Second, it encourages composition over inheritance. I agree with Josh
Bloch that composition produces more maintainable code. Adding new
methods to an existing interface/class breaks composition.
The "problem" is to get the interface right. As it happens, at some
point
we discover something that was not foreseen; and to correct/improve the
design, compatibility must be broken.
[But refactoring is not a failure of development; it's part of it.]
I think the interface/abstract class discussion is partially
separable
from the immutable/mutable discussion. I see the algorithm as the
part
that could really benefit from the polymorphism. Perhaps separating
the
problem definition (data) from the algorithm will improve the
flexibility of the API. For example,
PointVectorValuePair solveMyNLLSProblem(NLLSOptimizer opt){
//define problem to solve in an independent object
NLLSProblem p = new NLLSProblem(/*model functions, weights,
convergence checker, ...*/);
//provide algorithm with the data it needs
//algorithm has no problem specific state
return opt.optimize(p);
}
I may be missing something, but how much better is it to store
everything the optimizer needs in yet another class?
[Then, that's a possible approach, but it's not what we started
from in Commons Math, and when trying to fix some inconsistency
or removing duplicate code, I tried to retain what could be from
the existing design.]
[...] Thread safety is a tricky beast. I think we agree that the
only
way to guarantee thread safety is to only depend on final concrete
classes that are thread safe themselves.
I don't think so. When objects are immutable, thread-safety follows
It is somewhat off topic, but a counter example would be Vector3D.
Since
the class is not final, a user could extend it and override all the
methods and add some set{X,Y,Z} methods to make it mutable. Even
though
Vector3D is immutable, there is no _guarantee_ that every instanceof
Vector3D is immutable unless it is final. This is why String is
final.
I think I don't get your point: If someone extends a class that is safe
in a way that the extension is unsafe, that's his problem. ;-)

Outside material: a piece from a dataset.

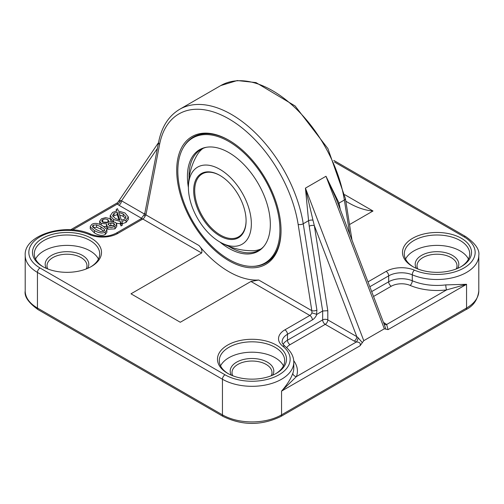 <?xml version="1.0" encoding="UTF-8"?>
<svg xmlns="http://www.w3.org/2000/svg" width="504" height="504" viewBox="0 0 504 504"><rect width="100%" height="100%" fill="white"/><g stroke="black" fill="none" stroke-linecap="round" stroke-linejoin="round"><path stroke-width="0.76" d="M208.669 233.157A44.51 25.698 60 0 1 188.414 188.263A44.51 25.698 60 0 1 219.668 169.205A44.51 25.698 60 0 1 251.351 224.104A44.51 25.698 60 0 1 219.208 241.611A44.51 25.698 60 0 1 208.669 233.157M260.984 248.944A58.143 33.566 60 0 1 252.302 250.721M188.414 188.263A63.592 63.592 0 0 1 197.07 155.087A58.143 33.566 60 0 1 202.954 148.434M246.091 220.5A36.338 20.979 60 0 1 244.402 229.805A36.338 20.979 60 0 1 238.562 236.842A36.338 20.979 60 0 1 202.224 215.863A36.338 20.979 60 0 1 202.224 173.905A36.338 20.979 60 0 1 220.141 175.556M244.371 230.586A37.069 21.401 -120 0 0 246.091 220.802A37.069 21.401 -120 0 0 219.883 175.405A37.069 21.401 -120 0 0 193.864 186.984A37.069 21.401 -120 0 0 213.576 231.412A37.069 21.401 -120 0 0 244.371 230.586M214.276 135.563A72.192 41.681 60 0 1 275.008 201.877A72.192 41.681 60 0 1 257.475 265.816A72.192 41.681 60 0 1 192.78 221.319A72.192 41.681 60 0 1 186.593 143.042A72.192 41.681 60 0 1 214.276 135.563M266.238 262.823A72.677 41.964 60 0 1 258.955 265.514L257.475 265.816M186.593 143.042L187.595 141.907A72.677 41.964 60 0 1 193.561 136.943M219.864 242.002A58.628 33.85 -120 0 0 263.214 247.124A58.628 33.85 -120 0 0 262.3 191.457A58.628 33.85 -120 0 0 217.016 147.76A58.628 33.85 -120 0 0 205.645 147.414A58.628 33.85 -120 0 0 188.408 187.519M263.705 246.551A58.143 33.566 60 0 1 259.232 250.091A58.143 33.566 60 0 1 228.52 246.229M189.076 177.906A58.143 33.566 60 0 1 201.09 149.379A58.143 33.566 60 0 1 206.388 147.275M281.037 230.145A72.677 41.964 60 0 1 265.986 262.975A72.677 41.964 60 0 1 252.183 266.377M183.462 147.338A72.677 41.964 60 0 1 193.303 137.088A72.677 41.964 60 0 1 214.95 134.681A72.677 41.964 60 0 1 229.263 140.471M344.742 194.683L373.004 211A87.217 50.356 60 0 1 345.832 201.184M373.004 211L349.53 224.551M412.6 266.496A34.524 19.933 0 0 0 461.418 266.496A34.524 19.933 0 0 0 461.418 238.31A34.524 19.933 0 0 0 412.6 238.31A34.524 19.933 0 0 0 412.6 266.496L412.6 266.496M159.598 144.383A99.931 57.695 60 0 1 228.873 118.881A99.931 57.695 60 0 1 298.147 224.368L311.818 310.672L258.728 280.022L250.948 281.465L180.287 322.264L130.996 293.807L201.657 253.008C202.381 250.646 201.506 248.163 199.017 245.549L145.933 214.899L159.598 144.383A3.635 2.47 -169 0 1 158.602 142.204L144.931 212.726A3.635 2.47 11 0 0 145.933 214.899L144.938 216.449L144.409 215.051M258.728 280.022A87.217 50.356 60 0 1 199.017 245.549M227.588 373.313A34.524 19.933 0 0 0 276.413 373.313A34.524 19.933 0 0 0 276.413 345.12A34.524 19.933 0 0 0 227.588 345.12A34.524 19.933 0 0 0 227.588 373.313L227.588 373.313M42.582 266.496A34.524 19.933 0 0 0 91.4 266.496A34.524 19.933 0 0 0 91.4 238.31A34.524 19.933 0 0 0 42.582 238.31A34.524 19.933 0 0 0 42.582 266.496L42.582 266.496M158.521 142.607L117.804 202.432M117.734 202.558L117.224 202.885L117.35 204.038L118.938 205.248L141.643 218.358M223.203 416.512C242.399 425.71 261.601 425.71 280.797 416.512A3.635 2.098 -120 0 0 281.553 414.849A41.788 24.129 180 0 1 222.447 414.849A3.635 2.098 120 0 0 223.203 416.512L38.191 309.702A3.635 2.098 -60 0 1 37.441 308.032L37.441 272.431L222.447 379.247A41.788 24.129 0 0 0 267.989 384.476A41.788 24.129 0 0 0 293.788 362.181L293.788 368.115A41.788 24.129 180 0 1 292.856 373.193C290.928 378.706 287.16 384.684 281.553 391.11L296.409 376.601A45.423 26.227 0 0 0 293.725 360.719M250.948 281.465L309.815 315.454L284.918 329.83A21.804 12.587 0 0 0 282.757 346.179A3.635 2.394 128.2 0 1 285.006 346.292C282.612 343.835 281.667 342.304 282.164 341.699A18.169 10.489 180 0 1 287.482 334.278L312.386 319.901A7.27 4.196 120 0 0 316.833 314.364L311.963 312.877L311.818 310.672A3.635 1.644 -9 0 0 316.903 310.061L303.238 223.757A103.566 59.793 -120 0 0 252.624 130.271A103.566 59.793 -120 0 0 179.657 109.305C168.632 115.933 161.614 126.901 158.602 142.204M144.931 212.719L143.835 215.189L140.975 218.843L116.078 233.22A3.635 2.098 60 0 1 117.892 233.396L142.796 219.019L201.657 253.008M281.037 230.593A73.767 42.588 -120 0 0 228.873 140.244A73.767 42.588 -120 0 0 176.709 170.358A73.767 42.588 -120 0 0 228.873 260.707A73.767 42.588 -120 0 0 281.037 230.593M362.3 342.619L358.067 337.686A3.635 1.443 -72.2 0 1 356.322 342.008C359.629 342.027 360.877 343.287 360.051 345.794L363.775 340.673L305.43 188.137L308.561 220.683A3.635 1.455 175.1 0 1 312.965 220.166L305.43 188.137L325.987 176.268L336.124 198.62M338.171 203.963A3.635 1.814 166.7 0 1 339.028 203.093L325.987 176.268L384.331 328.803L388.061 329.622L386.65 324.5L383.462 322.365M144.465 214.055L121.508 200.8A3.635 2.098 -60 0 1 118.938 205.248M157.399 148.415L121.508 200.8L120.494 200.523A3.635 2.596 -43.9 0 1 117.35 204.038L72.519 229.925M120.494 200.523L118.188 201.688M106.892 229.994L106.892 232.369L105.254 234.436C102.488 236.042 98.891 235.544 94.468 232.942L90.26 228.759L90.26 226.391L90.399 227.058L94.468 230.567C98.891 233.169 102.488 233.667 105.254 232.061L106.892 229.994L106.753 229.339L102.671 225.823C98.236 223.209 94.639 222.711 91.879 224.337L90.26 226.391M116.758 224.154L116.758 226.529L114.937 228.879L107.806 229.226L106.464 227.285L106.464 224.91L107.806 226.85L111.214 227.6L114.937 226.504L116.758 224.154L115.429 222.314L110.672 221.722L110.893 219.983L109.538 218.553L105.695 217.608L101.506 218.755L99.628 221.25L101.197 223.404L106.684 223.94L106.464 224.91M106.464 226.359L103.906 226.573M99.792 224.387L99.628 221.25M128.369 216.985L124.973 212.959L118.301 211.006L117.533 208.681L116.26 209.418L116.802 211.05L112.606 212.367L110.225 215.769L113.614 219.517L120.343 221.464L121.029 223.568L122.308 222.831L121.829 221.407L125.994 220.097L128.369 216.985L128.369 219.36L125.994 222.472L121.829 223.782M122.308 222.831L122.308 225.2L121.029 225.943L120.343 223.839L116.43 223.165M113.173 221.621L110.212 217.867L110.212 215.492M326.384 319.397A3.635 2.098 0 0 0 322.661 319.901A3.635 2.098 -120 0 0 325.231 324.356A3.635 2.098 120 0 0 327.802 319.901A3.635 2.098 0 0 0 326.384 319.397M358.067 337.686L356.794 336.641A3.635 2.098 -60 0 1 354.23 341.095L356.322 342.008L296.409 376.601A3.635 2.898 -159.6 0 1 292.856 373.193M327.802 310.703L314.326 225.609L356.794 336.641L327.802 319.901L327.802 310.703L322.661 311L322.661 319.901L287.482 340.213A3.635 2.098 -120 0 0 290.052 344.667L325.231 324.356L354.23 341.095M312.965 220.166L314.326 225.609A3.635 1.644 -9 0 0 309.236 226.227L322.661 311L316.833 314.364M373.552 296.459L391.249 286.24A14.534 8.392 180 0 1 410.13 285.409A45.423 26.227 0 0 0 446.563 289.907A3.635 0.624 82.9 0 1 445.801 284.892A41.788 24.129 180 0 1 412.278 280.753A18.169 10.489 0 0 0 388.679 281.793L371.687 291.596M384.149 324.166A3.635 2.596 136.1 0 0 386.65 324.5L446.563 289.907L466.559 284.3L445.801 284.892M340.213 209.299L340.074 208.423A3.635 1.644 -9 0 0 339.91 208.517M383.947 323.644A3.635 2.098 120 0 0 385.062 323.291M384.3 324.57L385.812 329.043M92.761 227.033L92.471 226.031L93.303 225.162L96.617 224.847L100.926 226.832L104.391 229.352L104.675 230.359L103.83 231.235L100.611 231.556L96.22 229.559L92.761 227.033M103.9 231.197L100.926 229.207L96.617 227.222L93.253 227.562M102.797 222.289L101.682 220.884L102.766 219.505L105.292 218.925L107.919 219.631L109.204 222.062L106.514 222.692L102.797 222.289M109.305 221.489L109.204 222.062M109.475 225.861L108.184 223.637L110.798 223.058L113.898 223.429L114.704 224.475L113.677 225.767L109.475 225.861M108.121 224.129L108.184 224.557M113.898 225.805L110.798 225.433L110.798 223.058M110.798 225.433L109.261 225.735M108.341 222.277L102.463 222.075M116.26 211.119L116.26 209.418M119.914 220.109L115.378 218.503L112.568 215.649L114.074 213.23L117.243 212.316L119.914 220.109M119.051 219.958L117.243 214.691L117.243 212.316M124.507 219.253L121.407 220.154L118.736 212.373L123.215 213.973L126.038 216.833L124.507 219.253M125.647 218.327L123.215 216.348L119.605 214.906M120.343 223.839L120.343 221.464M121.029 225.943L121.029 223.568M117.243 214.691L114.074 215.605L112.953 216.512M384.331 328.803L363.775 340.673M87.589 268.399A21.804 12.587 0 0 0 82.41 255.371A21.804 12.587 0 0 0 55.415 253.6A21.804 12.587 0 0 0 46.393 268.399M47.792 268.966A19.984 11.542 180 0 1 47.004 265.753A19.984 11.542 180 0 1 59.34 255.093A19.984 11.542 180 0 1 81.125 257.594A19.984 11.542 180 0 1 86.978 265.753A19.984 11.542 180 0 1 86.184 268.966M98.438 259.081A32.703 18.881 0 0 0 66.988 245.391A32.703 18.881 0 0 0 35.545 259.081M457.607 268.399A21.804 12.587 0 0 0 452.428 255.371A21.804 12.587 0 0 0 425.433 253.6A21.804 12.587 0 0 0 416.411 268.399M417.816 268.966A19.984 11.542 180 0 1 417.022 265.753A19.984 11.542 180 0 1 429.364 255.093A19.984 11.542 180 0 1 451.143 257.594A19.984 11.542 180 0 1 456.996 265.753A19.984 11.542 180 0 1 456.208 268.966M468.455 259.081A32.703 18.881 0 0 0 437.012 245.391A32.703 18.881 0 0 0 405.562 259.081M272.601 375.209A21.804 12.587 0 0 0 267.416 362.181A21.804 12.587 0 0 0 240.427 360.417A21.804 12.587 0 0 0 231.399 375.209M232.804 375.782A19.984 11.542 180 0 1 232.016 372.569A19.984 11.542 180 0 1 244.352 361.91A19.984 11.542 180 0 1 266.131 364.411A19.984 11.542 180 0 1 271.984 372.569A19.984 11.542 180 0 1 271.196 375.782M283.443 365.891A32.703 18.881 0 0 0 252 352.201A32.703 18.881 0 0 0 220.557 365.891M228.249 373.678A32.703 18.881 180 0 1 219.297 360.7A32.703 18.881 180 0 1 252 341.819A32.703 18.881 180 0 1 284.703 360.7A32.703 18.881 180 0 1 275.751 373.678M43.237 266.868A32.703 18.881 180 0 1 34.285 253.884A32.703 18.881 180 0 1 66.988 235.003A32.703 18.881 180 0 1 99.698 253.884A32.703 18.881 180 0 1 90.739 266.868M413.261 266.868A32.703 18.881 180 0 1 404.303 253.884A32.703 18.881 180 0 1 437.012 235.003A32.703 18.881 180 0 1 469.715 253.884A32.703 18.881 180 0 1 460.763 266.868M334.499 162.061L463.989 236.823A38.159 22.031 180 0 1 465.961 266.748A38.159 22.031 180 0 1 414.427 270.157A21.804 12.587 0 0 0 386.108 271.404L367.97 281.875M282.757 346.179A38.159 22.031 180 0 1 276.853 375.934A38.159 22.031 180 0 1 225.017 374.793L40.011 267.977A38.159 22.031 180 0 1 38.039 238.052A38.159 22.031 180 0 1 89.573 234.643A21.804 12.587 0 0 0 117.892 233.396M140.975 218.843A3.635 2.098 -120 0 1 142.796 219.019A3.635 2.098 120 0 0 144.938 216.449M388.061 329.622L466.559 284.3L466.559 308.032A41.788 24.129 180 0 0 478.8 290.972C477.685 299.792 473.357 306.029 465.809 309.702A3.635 2.098 -120 0 0 466.559 308.032L281.553 414.849L281.553 391.11L360.051 345.794M225.017 374.793A3.635 2.098 -60 0 0 222.447 379.247L222.447 414.849L37.441 308.032A41.788 24.129 180 0 1 25.2 290.972L25.2 255.371A41.788 24.129 0 0 0 37.441 272.431A3.635 2.098 -60 0 1 40.011 267.977M298.147 224.368A3.635 1.644 -9 0 0 303.238 223.757L308.561 220.683L309.236 226.227M316.543 314.433L316.903 310.061M311.963 312.877A3.635 2.098 -60 0 1 309.815 315.454A3.635 2.098 -120 0 1 312.386 319.901M352 240.118L345.423 198.582A3.635 1.644 171 0 1 344.352 200.019L349.782 234.328M345.423 198.582L327.915 148.604L295.13 105.979L256 82.593L237.227 80.545L220.771 85.567A103.566 59.793 60 0 1 293.738 106.533A103.566 59.793 60 0 1 344.352 200.019L339.028 203.093L340.074 208.423M284.918 329.83A3.635 2.098 -120 0 1 287.482 334.278L287.482 340.213A18.169 10.489 0 0 0 283.091 344.32M286.682 347.71A14.534 8.392 180 0 1 290.052 344.667M391.249 286.24A3.635 2.098 60 0 1 388.679 281.793L388.679 275.858A3.635 2.098 -120 0 0 386.108 271.404M410.13 285.409A3.635 1.758 113 0 0 412.278 280.753L412.278 274.819A3.635 1.758 -67 0 1 414.427 270.157M116.078 233.22C108.272 237.056 99.912 237.409 90.991 234.266A3.635 1.758 113 0 0 89.573 234.643M369.829 286.738L388.679 275.858A18.169 10.489 180 0 1 412.278 274.819A41.788 24.129 0 0 0 455.887 276.891A41.788 24.129 0 0 0 478.8 255.371C479.758 249.719 475.423 243.476 465.809 236.647A3.635 2.098 120 0 0 463.989 236.823M104.391 230.819L104.391 229.352M100.926 229.207L100.926 226.832M96.617 227.222L96.617 224.847M93.303 227.537L93.303 225.162M94.468 232.942L94.468 230.567M105.254 234.436L105.254 232.061M113.898 225.634L113.898 223.429M107.919 222.006L107.919 219.631M102.766 221.88L102.766 219.505M107.806 229.226L107.806 226.85M101.197 225.023L101.197 223.404M114.937 228.879L114.937 226.504M125.994 222.472L125.994 220.097M123.215 216.348L123.215 213.973M113.614 221.672L113.614 219.517M114.074 215.605L114.074 213.23M219.202 241.611A63.592 63.592 0 0 0 252.365 250.721M465.809 309.702L280.797 416.512M38.191 309.702C28.514 302.765 24.186 296.522 25.2 290.972M220.771 85.567L179.657 109.305M70.604 229.799L117.224 202.885M336.048 198.418L384.363 324.727M90.991 234.266C65.495 222.321 23.663 234.952 25.2 255.371M285.006 346.292C290.865 351.086 293.794 356.385 293.788 362.181M333.768 160.411L465.809 236.647M478.8 290.972L478.8 255.371M111.012 220.607L111.012 221.71"/></g></svg>

[...] copying any large matrices or arrays is prohibitively
expensive. For the NLLS package we would be copying a pointer to a
function that can generate a large matrix. I think adding some
documentation that functions should be thread safe if you want to
use
them from multiple threads would be sufficient.
I you pass a "pointer" (i.e. a "reference" in Java), all bets are
off:
the
class is not inherently thread-safe. That's why I suggested to
mandate a
_deep_ "copy" method (with a stringent contract that should allow a
caller
to be sure that all objects owned by an instance are disconnected
from
any
other objects).
As someone who has designed a thread safe application based on deep
copying I don't think this is route to follow. A deep copy means you
have to be able to copy an arbitrary (possibly cyclical) reference
graph. Without the graph copy there are many subtle bugs. (References
to
the same object are now references to different objects.) With the
graph
copy the implementation is very complex. This is the reason
Serialization has a separate "patch up" step after object creation,
which leads to some nasty tricks/bugs. Similarly, Cloneable only
produces a shallow copy. Opinions may vary, but in my experience
immutability is an easier approach to thread safety, especially when
you
have to depend on user code.
I agree that using immutability is easier, but my point all along is
that
it is at odds with simplicity (which is aimed at with "fluent API").
And since
1. the internals of the optimizers are not thread-safe yet (see e.g.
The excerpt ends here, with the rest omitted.